(Excerpts from a dataset)

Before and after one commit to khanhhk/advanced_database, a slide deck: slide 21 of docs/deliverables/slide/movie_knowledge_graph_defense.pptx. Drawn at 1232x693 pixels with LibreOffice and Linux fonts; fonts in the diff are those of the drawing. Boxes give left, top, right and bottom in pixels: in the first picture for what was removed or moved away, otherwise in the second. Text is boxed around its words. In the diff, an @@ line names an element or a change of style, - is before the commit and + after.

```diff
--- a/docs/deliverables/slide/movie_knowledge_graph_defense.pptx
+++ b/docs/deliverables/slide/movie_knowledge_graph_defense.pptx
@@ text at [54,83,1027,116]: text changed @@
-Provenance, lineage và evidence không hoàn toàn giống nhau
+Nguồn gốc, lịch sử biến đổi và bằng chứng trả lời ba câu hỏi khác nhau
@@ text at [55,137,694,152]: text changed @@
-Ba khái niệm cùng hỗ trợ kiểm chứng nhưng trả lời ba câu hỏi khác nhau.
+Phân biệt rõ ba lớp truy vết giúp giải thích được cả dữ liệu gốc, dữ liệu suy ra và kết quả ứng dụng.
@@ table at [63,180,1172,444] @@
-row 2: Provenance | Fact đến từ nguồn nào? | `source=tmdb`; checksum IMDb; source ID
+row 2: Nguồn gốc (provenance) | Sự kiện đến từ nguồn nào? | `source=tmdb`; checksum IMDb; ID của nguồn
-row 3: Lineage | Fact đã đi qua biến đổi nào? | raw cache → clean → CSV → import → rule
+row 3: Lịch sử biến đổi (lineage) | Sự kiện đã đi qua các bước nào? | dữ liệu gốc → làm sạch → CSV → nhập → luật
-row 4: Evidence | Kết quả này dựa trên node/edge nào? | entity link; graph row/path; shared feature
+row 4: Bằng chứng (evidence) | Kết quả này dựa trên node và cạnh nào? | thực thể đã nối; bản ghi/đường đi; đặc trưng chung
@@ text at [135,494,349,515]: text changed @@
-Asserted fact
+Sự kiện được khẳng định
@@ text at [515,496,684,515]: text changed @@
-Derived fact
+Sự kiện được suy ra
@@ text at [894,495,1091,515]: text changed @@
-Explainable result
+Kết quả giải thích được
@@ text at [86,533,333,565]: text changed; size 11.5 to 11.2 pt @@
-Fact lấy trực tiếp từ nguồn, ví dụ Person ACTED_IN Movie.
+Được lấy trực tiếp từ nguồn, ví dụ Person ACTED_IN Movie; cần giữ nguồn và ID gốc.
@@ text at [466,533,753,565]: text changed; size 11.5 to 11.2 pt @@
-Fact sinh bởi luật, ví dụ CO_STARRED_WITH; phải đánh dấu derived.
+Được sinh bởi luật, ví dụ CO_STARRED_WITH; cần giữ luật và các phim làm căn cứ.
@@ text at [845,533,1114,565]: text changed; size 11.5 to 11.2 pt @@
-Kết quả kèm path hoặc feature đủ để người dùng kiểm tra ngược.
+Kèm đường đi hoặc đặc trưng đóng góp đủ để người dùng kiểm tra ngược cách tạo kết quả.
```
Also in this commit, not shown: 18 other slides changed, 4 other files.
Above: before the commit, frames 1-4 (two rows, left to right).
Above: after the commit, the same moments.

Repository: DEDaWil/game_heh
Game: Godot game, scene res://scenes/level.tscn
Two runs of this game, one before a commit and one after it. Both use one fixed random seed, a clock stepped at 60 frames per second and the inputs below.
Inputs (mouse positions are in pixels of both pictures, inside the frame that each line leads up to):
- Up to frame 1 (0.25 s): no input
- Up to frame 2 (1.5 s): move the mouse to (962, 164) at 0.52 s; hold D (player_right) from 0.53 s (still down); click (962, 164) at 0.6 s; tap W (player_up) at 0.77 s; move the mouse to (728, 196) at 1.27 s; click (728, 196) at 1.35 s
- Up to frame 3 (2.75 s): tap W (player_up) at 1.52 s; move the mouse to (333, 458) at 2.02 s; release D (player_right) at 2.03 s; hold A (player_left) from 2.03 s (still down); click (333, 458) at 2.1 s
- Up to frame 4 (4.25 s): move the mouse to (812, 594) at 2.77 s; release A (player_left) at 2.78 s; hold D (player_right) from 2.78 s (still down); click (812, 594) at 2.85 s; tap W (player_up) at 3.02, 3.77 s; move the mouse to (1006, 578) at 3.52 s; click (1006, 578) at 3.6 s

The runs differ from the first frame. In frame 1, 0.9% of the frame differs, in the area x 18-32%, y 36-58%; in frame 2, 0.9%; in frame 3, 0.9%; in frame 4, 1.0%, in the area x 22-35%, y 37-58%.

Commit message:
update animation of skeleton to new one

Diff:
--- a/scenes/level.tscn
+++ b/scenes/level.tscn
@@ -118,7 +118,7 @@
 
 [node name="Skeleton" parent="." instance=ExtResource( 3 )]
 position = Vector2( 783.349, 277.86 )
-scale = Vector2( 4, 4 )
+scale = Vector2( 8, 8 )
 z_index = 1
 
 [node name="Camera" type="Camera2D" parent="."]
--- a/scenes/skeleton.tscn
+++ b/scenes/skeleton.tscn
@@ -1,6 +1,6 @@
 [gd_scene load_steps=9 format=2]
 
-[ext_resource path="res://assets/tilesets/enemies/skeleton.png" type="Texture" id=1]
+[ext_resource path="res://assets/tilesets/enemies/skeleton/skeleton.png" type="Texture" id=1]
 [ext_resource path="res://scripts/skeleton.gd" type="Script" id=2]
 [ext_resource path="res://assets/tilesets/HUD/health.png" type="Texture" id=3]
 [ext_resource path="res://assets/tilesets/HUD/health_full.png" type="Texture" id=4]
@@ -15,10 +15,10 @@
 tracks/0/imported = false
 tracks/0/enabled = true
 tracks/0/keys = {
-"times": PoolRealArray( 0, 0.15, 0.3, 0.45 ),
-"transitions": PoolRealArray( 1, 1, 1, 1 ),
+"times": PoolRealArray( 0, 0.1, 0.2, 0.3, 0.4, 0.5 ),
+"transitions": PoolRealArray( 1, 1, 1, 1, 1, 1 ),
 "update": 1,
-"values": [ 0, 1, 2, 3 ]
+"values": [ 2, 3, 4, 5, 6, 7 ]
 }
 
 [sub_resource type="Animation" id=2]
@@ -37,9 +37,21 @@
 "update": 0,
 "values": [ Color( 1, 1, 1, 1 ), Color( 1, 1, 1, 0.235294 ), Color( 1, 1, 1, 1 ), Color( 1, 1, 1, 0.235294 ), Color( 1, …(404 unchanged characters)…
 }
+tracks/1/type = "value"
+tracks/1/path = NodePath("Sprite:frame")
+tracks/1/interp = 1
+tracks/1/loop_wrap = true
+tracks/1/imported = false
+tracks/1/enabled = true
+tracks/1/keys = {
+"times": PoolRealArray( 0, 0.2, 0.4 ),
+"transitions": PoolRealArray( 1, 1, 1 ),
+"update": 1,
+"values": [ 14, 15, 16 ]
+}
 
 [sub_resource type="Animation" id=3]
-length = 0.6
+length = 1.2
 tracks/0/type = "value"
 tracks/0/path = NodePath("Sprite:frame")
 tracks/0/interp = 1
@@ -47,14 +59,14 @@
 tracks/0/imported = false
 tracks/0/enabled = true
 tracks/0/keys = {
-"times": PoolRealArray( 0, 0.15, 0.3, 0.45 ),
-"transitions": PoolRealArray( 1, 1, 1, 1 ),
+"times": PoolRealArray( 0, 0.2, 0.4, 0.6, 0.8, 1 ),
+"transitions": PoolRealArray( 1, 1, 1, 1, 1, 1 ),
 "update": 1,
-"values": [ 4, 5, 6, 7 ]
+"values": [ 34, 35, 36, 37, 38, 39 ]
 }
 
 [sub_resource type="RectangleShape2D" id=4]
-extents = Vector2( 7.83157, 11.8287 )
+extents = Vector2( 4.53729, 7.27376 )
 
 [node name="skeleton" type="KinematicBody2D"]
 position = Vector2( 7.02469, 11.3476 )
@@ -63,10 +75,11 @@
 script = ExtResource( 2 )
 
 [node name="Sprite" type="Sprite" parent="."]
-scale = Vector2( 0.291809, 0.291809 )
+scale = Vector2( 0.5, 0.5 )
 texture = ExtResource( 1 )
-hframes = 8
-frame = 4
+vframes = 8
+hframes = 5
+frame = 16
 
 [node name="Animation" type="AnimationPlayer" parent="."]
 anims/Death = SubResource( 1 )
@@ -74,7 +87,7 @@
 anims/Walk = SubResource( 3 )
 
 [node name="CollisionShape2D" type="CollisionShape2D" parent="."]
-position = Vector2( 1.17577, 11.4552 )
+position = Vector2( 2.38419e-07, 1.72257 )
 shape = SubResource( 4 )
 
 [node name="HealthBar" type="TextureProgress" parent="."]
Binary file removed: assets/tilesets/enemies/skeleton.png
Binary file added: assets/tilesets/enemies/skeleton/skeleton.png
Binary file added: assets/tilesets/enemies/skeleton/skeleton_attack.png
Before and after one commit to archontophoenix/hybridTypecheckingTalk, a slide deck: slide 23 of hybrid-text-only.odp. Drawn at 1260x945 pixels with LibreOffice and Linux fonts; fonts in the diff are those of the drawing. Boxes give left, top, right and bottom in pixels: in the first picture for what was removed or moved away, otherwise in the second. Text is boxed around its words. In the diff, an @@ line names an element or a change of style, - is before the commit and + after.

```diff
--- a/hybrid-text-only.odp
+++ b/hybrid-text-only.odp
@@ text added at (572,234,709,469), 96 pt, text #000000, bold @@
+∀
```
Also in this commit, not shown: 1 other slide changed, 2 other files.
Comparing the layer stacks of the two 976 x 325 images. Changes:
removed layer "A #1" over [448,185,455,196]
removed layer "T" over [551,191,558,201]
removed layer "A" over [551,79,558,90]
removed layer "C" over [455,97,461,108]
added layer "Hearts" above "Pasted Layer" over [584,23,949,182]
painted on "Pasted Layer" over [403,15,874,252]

* [Exercise] Figure out the number of lines above in which the string "Drawn" appears. Only the number should be given.

* [Exercise output] 2